1 heroes right now, so it’s fairly likely that in the future teams will make sure
to ban Ench when they intend to draft one of the two carries. It’s also very
interesting that Centaur, Magnus, and Tide, the three team-fight offlaners we mentioned did very well on day
1, underperformed seriously on day 2. It's also worth mentioning that all three have a bad matchup against Lifestealer, unlike Ench, which leads us to the conclusion that playing good hero matchups is more important than playing the popular heroes in the meta.
Pos. 4: Chen is the playmaking support that has the most
success. This is not a big surprise and most teams are banning him, but he
managed to win the three games he was played on day one and 4 out of the 5
games he was played on day 2, showcasing that most teams on TI fear him for a good
reason. Continuing the tradition of heroes that did well on day one
underperforming on day two, Elder Titan was still one of the most popular
supports, but his win rate fell from 62.5% to 33.3%. ET is also a hero that has a bad matchup against Lifestealer.
Pos. 5: Shadow Demon is still the most popular support, followed by AA, which isn’t surprising when heroes
like Alch and Slark are popular. Warlock
did much better on day two compared to day one (57% WR vs 29% WR), but the most
successful pos. 5 hero was Treant
who won 4 out of his 5 games and might attract much more attention on himself in
the following days.
we cannot end this section without mentioning the sensation story of day 2:
Lifestealer might have been the most consistent performer, but pos. 1 IO was by far the most interesting and creative thing that happened! (More on that below).
Above: the standings after TI9 Group Stage: Day 2
In day one I mentioned that overly-creative strats aren’t doing particularly well in comparison to stable drafts. On day 2, however, creativity is back with a vengeance and a lot of teams showcased that you can definitely win by doing something unexpected.
The key, however, is how you implement it. The creativity that teams managed to use successfully on day 2 consisted of unexpected use of heroes and hero interactions.

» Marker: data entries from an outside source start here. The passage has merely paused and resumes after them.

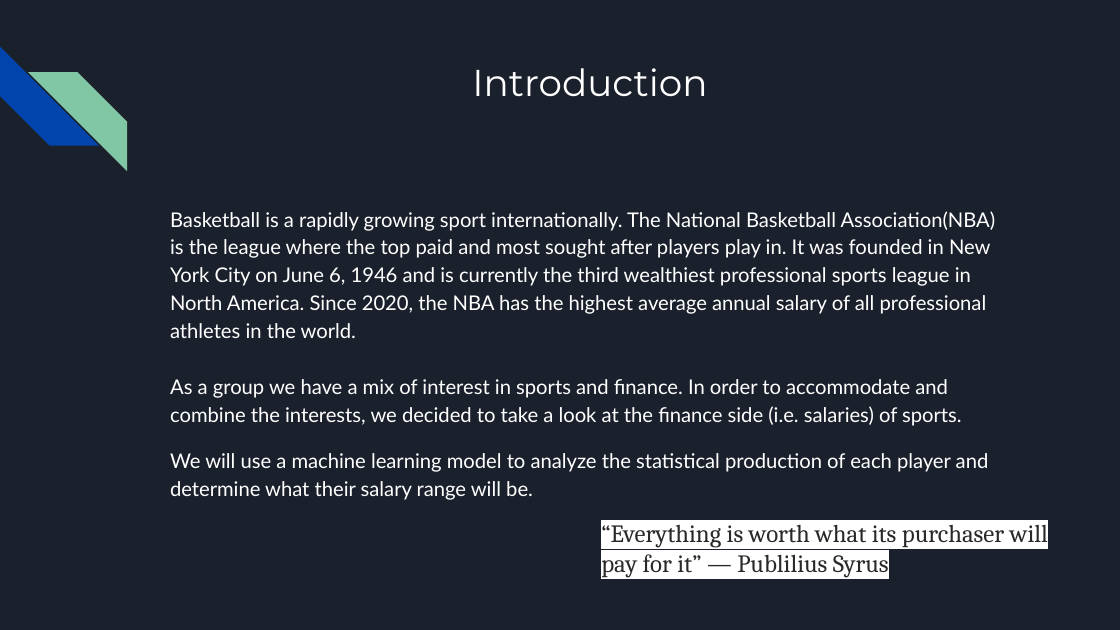
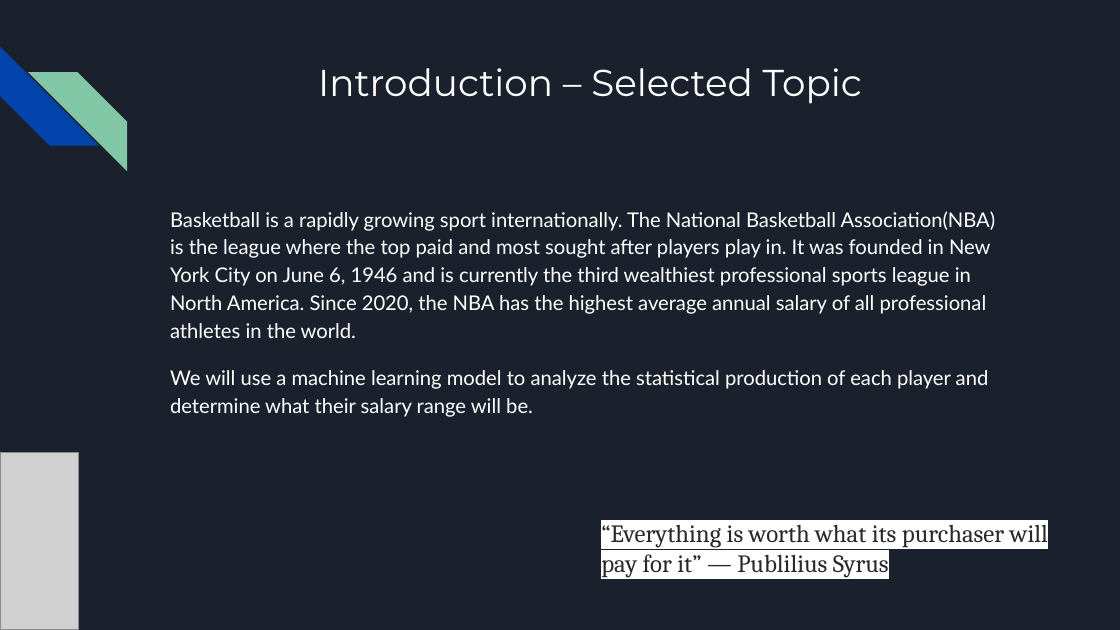
Before and after one commit to nickferrar/NBA_Salaries, a slide deck: slide 3 of Presentation/nba_player_salaries.pptx. Drawn at 1120x630 pixels with LibreOffice and Linux fonts; fonts in the diff are those of the drawing; grey boxes stand for pictures. Boxes give left, top, right and bottom in pixels: in the first picture for what was removed or moved away, otherwise in the second. Text is boxed around its words. In the diff, an @@ line names an element or a change of style, - is before the commit and + after.

```diff
--- a/Presentation/nba_player_salaries.pptx
+++ b/Presentation/nba_player_salaries.pptx
@@ title at (318,68,862,104): text changed @@
-Introduction
+Introduction – Selected Topic
@@ text at (170,379,962,426): paragraph removed @@
-As a group we have a mix of interest in sports and finance. In order to accommodate and combine the interests, we decided to take a look at the finance side (i.e. salaries) of sports.
@@ picture added at (0,452,78,629) @@
```
Also in this commit, not shown: 5 other slides changed, 2 slides added, 1 slide removed, 1 other file.

The drafts themselves, however, were very well-rounded and had all major components of a stable strategy, making the game-plan much simpler and the execution – easier, despite the curveball.
The sensation of the day was OG’s successful use of pos. 1 Io (played by Ana) in two consecutive games in their series vs NiP.

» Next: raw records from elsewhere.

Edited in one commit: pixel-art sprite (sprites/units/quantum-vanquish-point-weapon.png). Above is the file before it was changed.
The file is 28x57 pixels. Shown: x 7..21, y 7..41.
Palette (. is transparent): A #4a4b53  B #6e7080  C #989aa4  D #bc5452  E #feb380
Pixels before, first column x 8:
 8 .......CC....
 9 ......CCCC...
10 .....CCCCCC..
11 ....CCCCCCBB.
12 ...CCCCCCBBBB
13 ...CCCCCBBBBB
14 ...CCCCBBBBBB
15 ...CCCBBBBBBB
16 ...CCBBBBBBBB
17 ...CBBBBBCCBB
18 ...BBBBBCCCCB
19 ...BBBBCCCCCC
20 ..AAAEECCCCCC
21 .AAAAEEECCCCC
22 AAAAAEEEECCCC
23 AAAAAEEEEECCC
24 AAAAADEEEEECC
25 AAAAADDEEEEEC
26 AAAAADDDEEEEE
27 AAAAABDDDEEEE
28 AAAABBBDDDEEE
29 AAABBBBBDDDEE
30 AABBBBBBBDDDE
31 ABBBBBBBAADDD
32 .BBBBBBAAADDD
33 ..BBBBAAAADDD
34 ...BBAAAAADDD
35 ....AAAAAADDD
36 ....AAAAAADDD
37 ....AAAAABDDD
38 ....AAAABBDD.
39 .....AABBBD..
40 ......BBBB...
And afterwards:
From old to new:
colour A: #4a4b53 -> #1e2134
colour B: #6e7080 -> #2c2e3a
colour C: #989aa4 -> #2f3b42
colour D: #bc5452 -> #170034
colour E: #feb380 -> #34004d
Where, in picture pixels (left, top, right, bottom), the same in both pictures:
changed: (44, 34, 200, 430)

The strategy with Pos. 1 IO is as follows:
Notice, however, that OG doesn’t simply rely on
this surprising hero usage to win them the game. Their drafts are very
well-rounded. The other core is a hero with carry potential, and the pos. 3
hero provides good team-fight initiation and control. The supports are strong
laners with good team-fight potential coming from one (ET, Treant) and save
mechanics from the other (SD).
very creative and interesting interaction was used by EG to pull off a surprise
victory against VG. They used Morph with Aghanim’s + Dark Willow. When Morph
uses his ultimate on the Willow, he receives the Aghanim’s effect of Shadow Realm
– he is able to right-clock without leaving Shadow Realm, dealing a lot of
bonus magic damage and gaining huge range. This is absolutely amazing with
Morph’s very fast attacks speed and high damage and is useful not only to nuke
down heroes in fights but also to siege the enemy base from a safe distance.

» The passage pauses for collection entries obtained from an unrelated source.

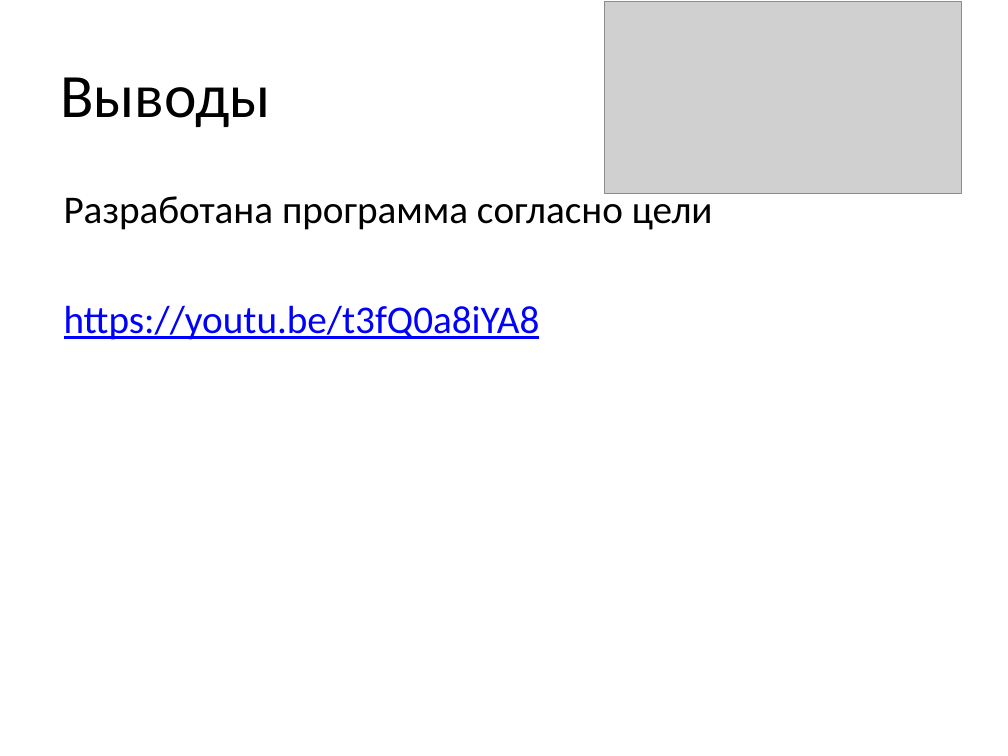
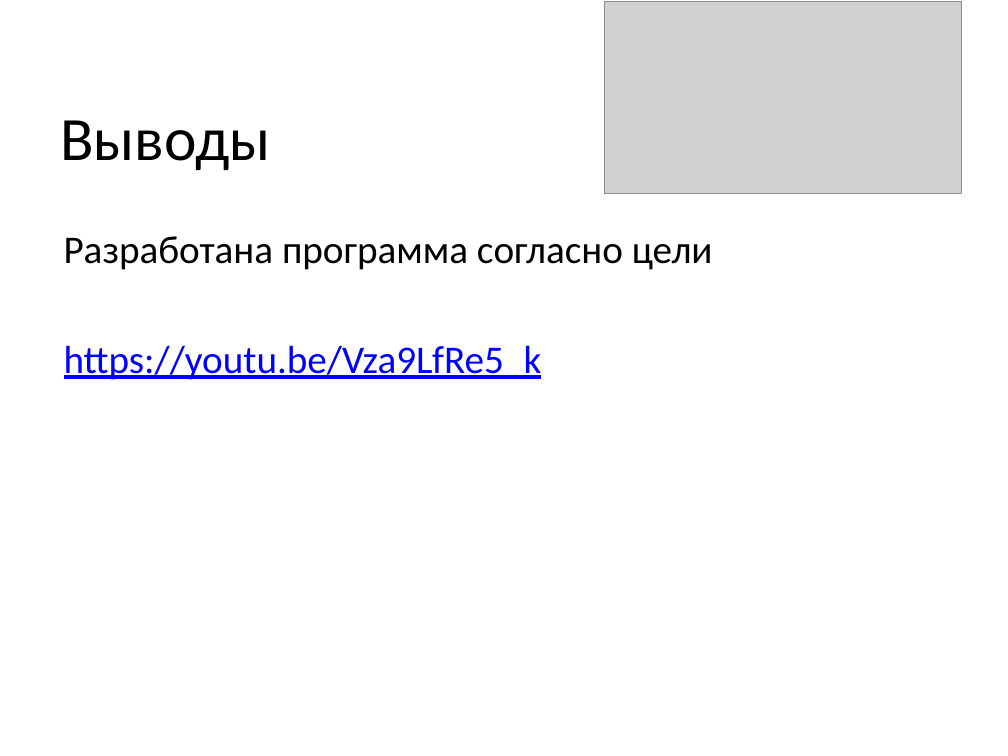
Before and after one commit to novd7/yandex_project2_tetris, a slide deck: slide 10 of defence_of_project/presentation.pptx. Drawn at 1008x756 pixels with LibreOffice and Linux fonts; fonts in the diff are those of the drawing; grey boxes stand for pictures. Boxes give left, top, right and bottom in pixels: in the first picture for what was removed or moved away, otherwise in the second. Text is boxed around its words. In the diff, an @@ line names an element or a change of style, - is before the commit and + after.

```diff
--- a/defence_of_project/presentation.pptx
+++ b/defence_of_project/presentation.pptx
@@ title "Выводы": place and size @@
-title "Выводы" at (60,77,270,127)
+title "Выводы" at (60,120,270,170)
@@ text "Разработана программа согласно цели": place and size @@
-text "Разработана программа согласно цели" at (64,190,713,340)
+text "Разработана программа согласно цели" at (64,236,713,380)
@@ text at (64,345,542,380): text changed @@
-https://youtu.be/t3fQ0a8iYA8
+https://youtu.be/Vza9LfRe5_k
```
Also in this commit, not shown: 6 other slides changed.

that like OG, despite having a very creative hero interaction, EG have a solid and
pretty standard draft. They have a traditional farming hard carry, an active
frontline semi-carry on pos. 2, a fight initiator with AoE control in the
offlane, and two strong lane-supports with additional team-fight damage and
Na’Vi pulled-off another big upset in the tournament by beating VP 2-0. The way they did it is also very interesting. They didn’t utilize some kind of crazy strategy to catch VP by surprise. Instead, they drafted some of their signature heroes (in fact, they drafted pretty much the same team two times in a row) and simply outplayed VP to claim the victory.
They played so well individually and as a team, that it is very likely teams will respect-ban e.g. Zayac’s Earth Spirit in the future.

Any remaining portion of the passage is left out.